Description of Capital Stock, page 42
8. | Your description of Class P Common Stock indicates that holders “are entitled to a number of votes per share equal to the number of Common Stock Equivalents held by them…Each holder of Class P Common Stock will be deemed to hold a number of Common Stock Equivalents equal to the number of shares of Class P Common Stock held by such holder.” This appears to indicate that each holder of Class P Common Stock is entitled to one vote per share of Class P Common Stock held. Additionally, your earlier disclosure appears to indicate that holders of Class P Common Stock are only permitted to own one share of Common Stock. If this is accurate, please revise to clarify that each holder is entitled to one vote. Alternatively, please provide further explanation. |
CCHN respectfully acknowledges the Staff’s comment and confirms the Staff’s understanding that, as specified on page 4 of the Offering Statement, each holder of Class P Common Stock is entitled to one vote per share. CCHN also respectfully advises the Staff that, as disclosed on page 11 of the Offering Statement, subscribers who purchase shares of Class P Common Stock in the Private Placement, unlike subscribers who purchase shares of Class P Common Stock in this Offering, may purchase more than one share. Subscribers who purchase shares of Class P Common Stock in this Offering are limited to one share each. CCHN further advises the Staff that throughout the Offering Statement, references to “Class P Common Stock” apply to all holders of Class P Common Stock, whereas references to “Provider Shares” and the holders thereof refer to shares of Class P Common Stock sold in this Offering and the holders thereof. While it will always be the case that holders of Provider Shares will be entitled to one vote, other holders of Class P Common Stock may be entitled to more than one vote. In response to the Staff’s comment, CCHN has added a clarification to the description of capital stock disclosure on page 43 of the Offering Statement and to the summary disclosure on page 4 of the Offering Statement to indicate that each holder of a Provider Share will be entitled to only one vote, whereas Private Placement investors, who are permitted to purchase more than one share, are entitled to the number of votes equal to the number of shares held by such holders.
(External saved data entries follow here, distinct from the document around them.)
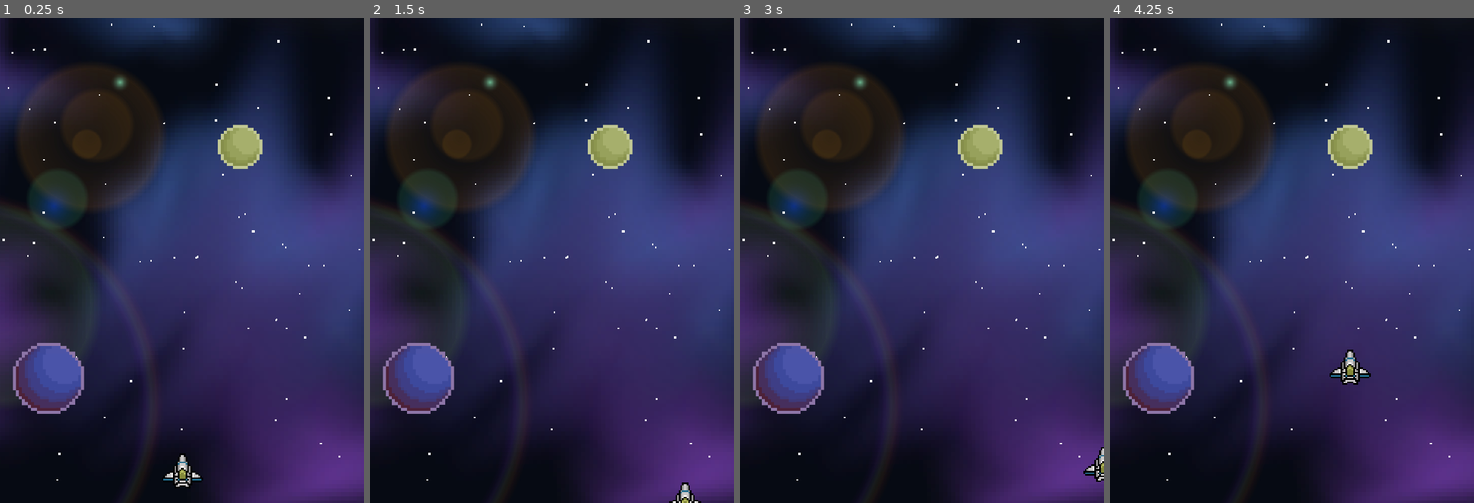
Above: before the commit, frames 1-4 (left to right).
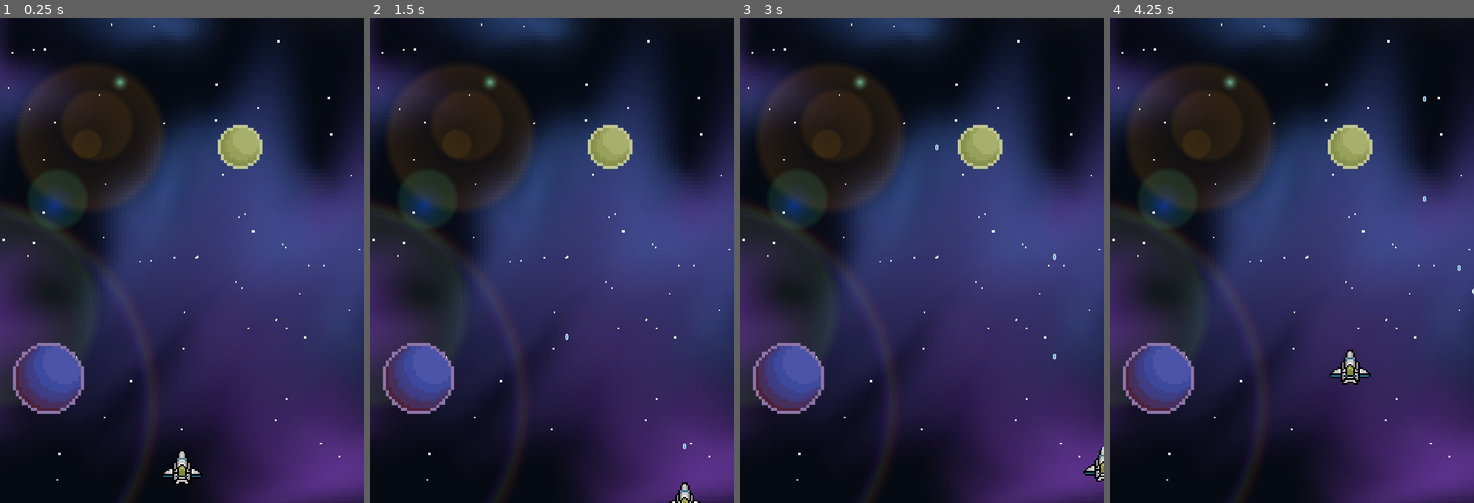
Above: after the commit, the same moments.

Repository: cwilson80/roguelike-bullet-hell
Game: Godot game, scene res://main.tscn
The game is run twice, just before and just after one commit, with the same random seed, the same clock (stepped at 60 frames per second) and the same inputs. The project has no main scene, so this scene is started directly.
Inputs:
- Up to frame 1 (0.25 s): no input
- Up to frame 2 (1.5 s): tap Enter at 0.5 s; hold D (right) 0.53-1.28 s; tap Space (shoot) at 0.6, 1.35 s; hold S (down) from 1.28 s (still down)
- Up to frame 3 (3 s): tap Space (shoot) at 2, 2.1, 2.85 s; release S (down) at 2.03 s; hold D (right) 2.03-2.78 s; hold W (up) from 2.78 s (still down)
- Up to frame 4 (4.25 s): release W (up) at 3.53 s; hold A (left) from 3.53 s (still down); tap Space (shoot) at 3.6 s

The runs differ from the first frame. In frame 1, 0.3% of the frame differs, in the area x 44-56%, y 89-97%; in frame 2, less than 0.1%; in frame 3, less than 0.1%; in frame 4, less than 0.1%.

Commit message:
Added Bullet scene
Added Bullet scene and begun working on implementing enemy death

Diff:
--- /dev/null
+++ b/Bullet.gd
@@ -0,0 +1,20 @@
+extends Area2D
+@export var speed = -250
+
+
+func start(pos):
+	position = pos
+
+
+func _process(delta):
+	position.y += speed * delta
+
+
+func _on_area_entered(area):
+	if area.is_in_group("enemies"):
+		area.explode()
+		queue_free() #removes the node safely to help save resources
+
+
+func _on_visible_on_screen_notifier_2d_screen_exited():
+	queue_free()
--- a/Enemy-Rusher.gd
+++ b/Enemy-Rusher.gd
@@ -31,3 +31,12 @@
 	position.y += speed * delta
 	if position.y > viewport_size.y + 32:
 		start(Vector2(start_pos.x, -spawn_offset))
+
+
+func explode():
+	speed = 0
+	$AnimationPlayer.play("explode")
+	set_deferred("monitoring", false)
+	died.emit(5)
+	await $AnimationPlayer.animation_finished
+	queue_free()
--- /dev/null
+++ b/bullet.tscn
@@ -0,0 +1,24 @@
+[gd_scene load_steps=4 format=3 uid="uid://c546qh7asdv5v"]
+
+[ext_resource type="Script" path="res://Bullet.gd" id="1_jhyqj"]
+[ext_resource type="Texture2D" uid="uid://dsloohhognime" path="res://Pixel Spaceships - Shoot'em Ups pack HD/playerBullet1.png" id="2_7yqmj"]
+
+[sub_resource type="CapsuleShape2D" id="CapsuleShape2D_vrkpd"]
+radius = 3.0
+height = 12.0
+
+[node name="Bullet" type="Area2D"]
+script = ExtResource("1_jhyqj")
+metadata/_edit_group_ = true
+
+[node name="Sprite2D" type="Sprite2D" parent="."]
+scale = Vector2(0.1, 0.1)
+texture = ExtResource("2_7yqmj")
+
+[node name="CollisionShape2D" type="CollisionShape2D" parent="."]
+shape = SubResource("CapsuleShape2D_vrkpd")
+
+[node name="VisibleOnScreenNotifier2D" type="VisibleOnScreenNotifier2D" parent="."]
+
+[connection signal="area_entered" from="." to="." method="_on_area_entered"]
+[connection signal="screen_exited" from="VisibleOnScreenNotifier2D" to="." method="_on_visible_on_screen_notifier_2d_screen_exited"]
--- a/enemy_rusher.tscn
+++ b/enemy_rusher.tscn
@@ -9,18 +9,14 @@
 [sub_resource type="Animation" id="Animation_7gvlh"]
 resource_name = "Bounce"
 
+[sub_resource type="Animation" id="Animation_fqub4"]
+resource_name = "explode"
+length = 0.4
+
 [sub_resource type="AnimationLibrary" id="AnimationLibrary_t3r12"]
 _data = {
-"Bounce": SubResource("Animation_7gvlh")
-}
-
-[sub_resource type="Animation" id="Animation_nqqc2"]
-resource_name = "Explode"
-length = 0.4
-
-[sub_resource type="AnimationLibrary" id="AnimationLibrary_gvild"]
-_data = {
-"Explode": SubResource("Animation_nqqc2")
+"Bounce": SubResource("Animation_7gvlh"),
+"explode": SubResource("Animation_fqub4")
 }
 
 [node name="Enemy_Rusher" type="Area2D" groups=["Enemies"]]
@@ -43,9 +39,4 @@
 "": SubResource("AnimationLibrary_t3r12")
 }
 
-[node name="Explode" type="AnimationPlayer" parent="."]
-libraries = {
-"": SubResource("AnimationLibrary_gvild")
-}
-
 [connection signal="timeout" from="MoveTimer" to="." method="_on_move_timer_timeout"]
--- a/player.gd
+++ b/player.gd
@@ -2,12 +2,39 @@
 
 @onready var screensize = get_viewport_rect().size
 @export var speed = 350
+@export var cooldown = 0.25
+@export var bullet_scene : PackedScene
+var can_shoot = true
 
 func _process(delta):
 	var input = Input.get_vector("left", "right", "up", "down")
 	position += input * speed * delta
 	position = position.clamp(Vector2.ZERO, screensize)
+	if Input.is_action_just_pressed("shoot"):
+		shoot()
+
 
 # Called when the node enters the scene tree for the first time.
 func _ready():
-	pass # Replace with function body.
+	start()
+
+
+func start():
+	position = Vector2(screensize.x/2, screensize.y - 64)
+	$GunCooldown.wait_time = cooldown
+
+
+func shoot():
+	#check if player is able to shoot
+	if not can_shoot:
+		return
+	#if player can shoot, start cooldown and spawn projectile called bullet
+	can_shoot = false
+	$GunCooldown.start()
+	var bullet = bullet_scene.instantiate()
+	get_tree().root.add_child(bullet)
+	bullet.start(position + Vector2(0, -48))
+
+
+func _on_gun_cooldown_timeout():
+	can_shoot = true
--- a/player.tscn
+++ b/player.tscn
@@ -1,7 +1,8 @@
-[gd_scene load_steps=6 format=3 uid="uid://c50vxehsggxm0"]
+[gd_scene load_steps=7 format=3 uid="uid://c50vxehsggxm0"]
 
 [ext_resource type="Script" path="res://player.gd" id="1_5tu1j"]
 [ext_resource type="Texture2D" uid="uid://di5igw0e3pxb1" path="res://Pixel Spaceships - Shoot'em Ups pack HD/P-blue-a.png" id="2_jdq50"]
+[ext_resource type="PackedScene" uid="uid://c546qh7asdv5v" path="res://bullet.tscn" id="2_n0i2m"]
 [ext_resource type="Texture2D" uid="uid://byqjm8h5202mc" path="res://Pixel Spaceships - Shoot'em Ups pack HD/P-blue-a-dodge.png" id="3_e068y"]
 
 [sub_resource type="CapsuleShape2D" id="CapsuleShape2D_uxko2"]
@@ -27,6 +28,7 @@
 [node name="Player" type="Area2D"]
 position = Vector2(361, 903)
 script = ExtResource("1_5tu1j")
+bullet_scene = ExtResource("2_n0i2m")
 
 [node name="P-blue-a" type="Sprite2D" parent="."]
 scale = Vector2(0.196289, 0.196289)
@@ -42,3 +44,8 @@
 scale = Vector2(0.194824, 0.194824)
 sprite_frames = SubResource("SpriteFrames_uth14")
 animation = &"dodge"
+
+[node name="GunCooldown" type="Timer" parent="."]
+one_shot = true
+
+[connection signal="timeout" from="GunCooldown" to="." method="_on_gun_cooldown_timeout"]
Binary file added: Pixel Spaceships - Shoot'em Ups pack HD/playerBullet1.png
Not shown, added: Pixel Spaceships - Shoot'em Ups pack HD/playerBullet1.png.import
Not shown: 1 places in enemy_rusher.tscn that only renumber resources
Not shown, added: Pixel Spaceships - Shoot'em Ups pack HD/Exp93DD.tmp

Securities and Exchange Commission
November 13, 2017
Page 4
We hope that the foregoing responses, including the revisions to the Offering Statement set forth in Amendment No. 2, are responsive to the Staff’s comments. If you should have any questions regarding this letter or require any further information, please call the undersigned at (919) 821-6714 or Amy S. Wallace of our offices at (919) 821-6706.
Sincerely yours,
SMITH, ANDERSON, BLOUNT, DORSETT, MITCHELL & JERNIGAN, L.L.P.
By: /s/ Margaret N. Rosenfeld Margaret N. Rosenfeld |
cc: | Securities and Exchange Commission |
Chris Edwards
Jacob Luxenburg
Kevin Vaughn
Carolina Complete Health Network, Inc.
Vincent T. Morgus
Jeffrey W. Runge, MD
Smith, Anderson, Blount, Dorsett, Mitchell & Jernigan, L.L.P.